Oklahoma Conference of the United Methodist Church

OK Camps updates curriculum to help students break down walls


High school worship on the last night of LEAD Camp. Photo by Meagan Ewton.

OK Camps has updated one of its curriculums to address issues relating to justice and the church. “Breaking Down the Walls” encouraged students to see what “walls” exist between groups of people, in society and within individuals that keep people apart. 

The curriculum was originally written in 1992 with input from conference leaders like Rev. Tish Malloy, director of transitional ministries; Rev. Jeanie Himes, pastor at Norman-St. Stephen’s; and Rev. Dawna Dhaenens (Bridgwater), a deacon in the Oklahoma Conference. It was updated in 2002 and again in 2019. The most recent update was an effort to connect the concept of breaking down walls with the then-upcoming General Conference and 100th observance of the Tulsa Race Massacre. 

“The idea is that we would connect these two events with this curriculum which has stood the test of time,” said Rev. Derrek Belase, director of connectional ministry. “Breaking down walls between ourselves and God, between each other and within ourselves provides a theological foundation and framework for much of what is going on in our world today.”

The curriculum was made available for all of the camps to use. Belase said camp curriculum should be tied to baptismal and membership related to the disciple-making process.
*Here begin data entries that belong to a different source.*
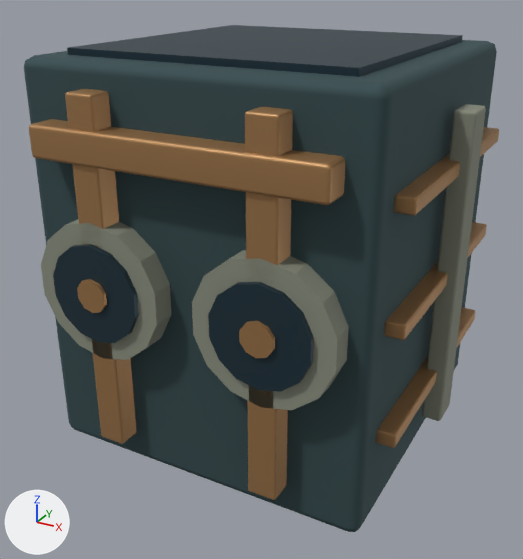
What one commit did to the glTF model godot/campaign/art/structures/pump-shaft-1.glb.
Both versions are drawn from a camera (50 mm lens) standing at (0.826, -1.592, 1.172) and looking at (-0.018, -0.058, 0.405). The axes (+X, +Y, +Z) are drawn at lower left. The lights are the same throughout. The picture after the commit comes second. Where no turn or scale is listed for an object, it has been applied to the vertices. Vertices at exactly the same position are counted once.

The first picture shows 'pump_0', 'pump_1', 'pump_2', 'pump_3'.
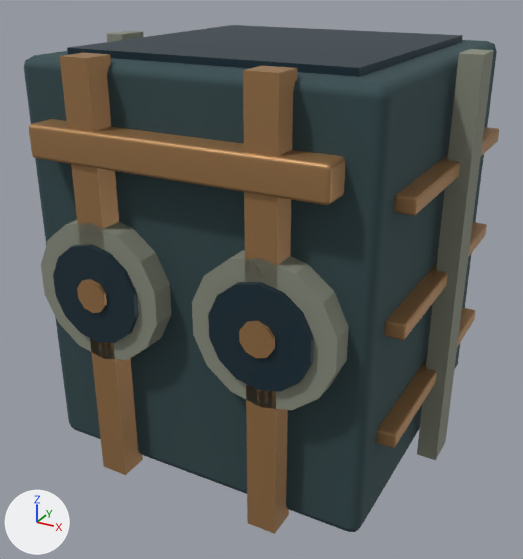
Location of each change, [x1, y1, x2, y2] in pixels of the pictures (523 x 559 px):
'pump_3', reshaped (17% taller): before [29, 89, 499, 500]; after [29, 53, 499, 534]
'pump_1', reshaped: before [41, 104, 486, 421]; after [41, 31, 494, 460]
part 1 of me_cylinder, added: after [417, 49, 494, 460]
part 2 of me_cylinder, built on: after [107, 31, 144, 42]
part 3 of me_cylinder_002, added (brown): after [60, 53, 143, 475]
part 4 of me_cylinder_002, added (brown): after [243, 66, 297, 534]

The edits, one by one:
me_cylinder is used by ob_pump_1; location (0.0, 0.0, 0.0).
me_cylinder had 224 vertices, 424 faces and spanned x -0.485..0.485, y -0.475..0.475, z 0.115..0.885.
me_cylinder now has 128 vertices, 232 faces and spans x -0.485..0.485, y -0.475..0.475, z 0.0..1.0.
me_cylinder part 1: a new loose piece, a box spanning x 0.435..0.485, y -0.045..0.045, z 0.0..1.0, in mat_pump_1 (grey #8c9080).
Part 2, on me_cylinder:
54 vertices are removed from x -0.485..-0.435, y -0.045..0.045, z 0.115..0.885.
108 faces are deleted.
2 vertices move from x -0.482..-0.478, y 0.038..0.042, z 0.115..0.118 to x -0.485..-0.435, y -0.045..0.045, z 0.0.
6 vertices are added at (-0.485, 0.045, 0.0), (-0.485, 0.045, 1.0), (-0.485, -0.045, 1.0), (-0.435, -0.045, 0.0), (-0.435, 0.045, 1.0), (-0.435, -0.045, 1.0).
12 new faces join them.
Other edits to the shape of me_cylinder do not show in these pictures.
me_cylinder_002 is used by ob_pump_3; location (0.0, 0.0, 0.0).
me_cylinder_002 had 640 vertices, 1224 faces and spanned x -0.463..0.463, y -0.495..0.495, z 0.09..0.93.
me_cylinder_002 now has 544 vertices, 1032 faces and spans x -0.463..0.463, y -0.495..0.495, z 0.0..1.0.
me_cylinder_002 part 3: a new loose piece, a box spanning x -0.245..-0.175, y -0.475..-0.405, z 0.0..1.0, in mat_pump_3 (brown #af8558).
me_cylinder_002 part 4: a new loose piece, a box spanning x 0.175..0.245, y -0.475..-0.405, z 0.0..1.0, in mat_pump_3 (brown #af8558).
Other edits to the shape of me_cylinder_002 do not show in these pictures.

“In this case, the curriculum was specifically tied to the vow, ‘Will you resist evil, injustice and oppression in whatever forms they present themselves,’” Belase said. “In other years, we might focus on membership vows and practices like prayers, presence, gifts, service and witness.”

Rev. Trey Witzel, associate pastor at Norman-McFarlin and co-chair of the conference Commission on Religion and Race, said that each day at camp included a thematic focal point, history, spirit skills, workshops and activities aimed at helping students learn how to break down walls and build up the kingdom of God. 

“We had campers – particularly campers of color – say ‘thank you for talking about something I struggle with,’” Witzel said. “We hear that when we talk about mental health and bullying and other things. With students of color, why should that be any different?”

Witzel said while some adults who expressed uncertainty talking about hot-button topics like equality and racism, many understood the importance of discussing things openly by the time a lesson would end.

“The whole world has talking points about what is or isn’t racism, so instead of shying away from these conversations, we need to come together to see how can we talk about this from a camp, Christ centered approach,” Witzel said.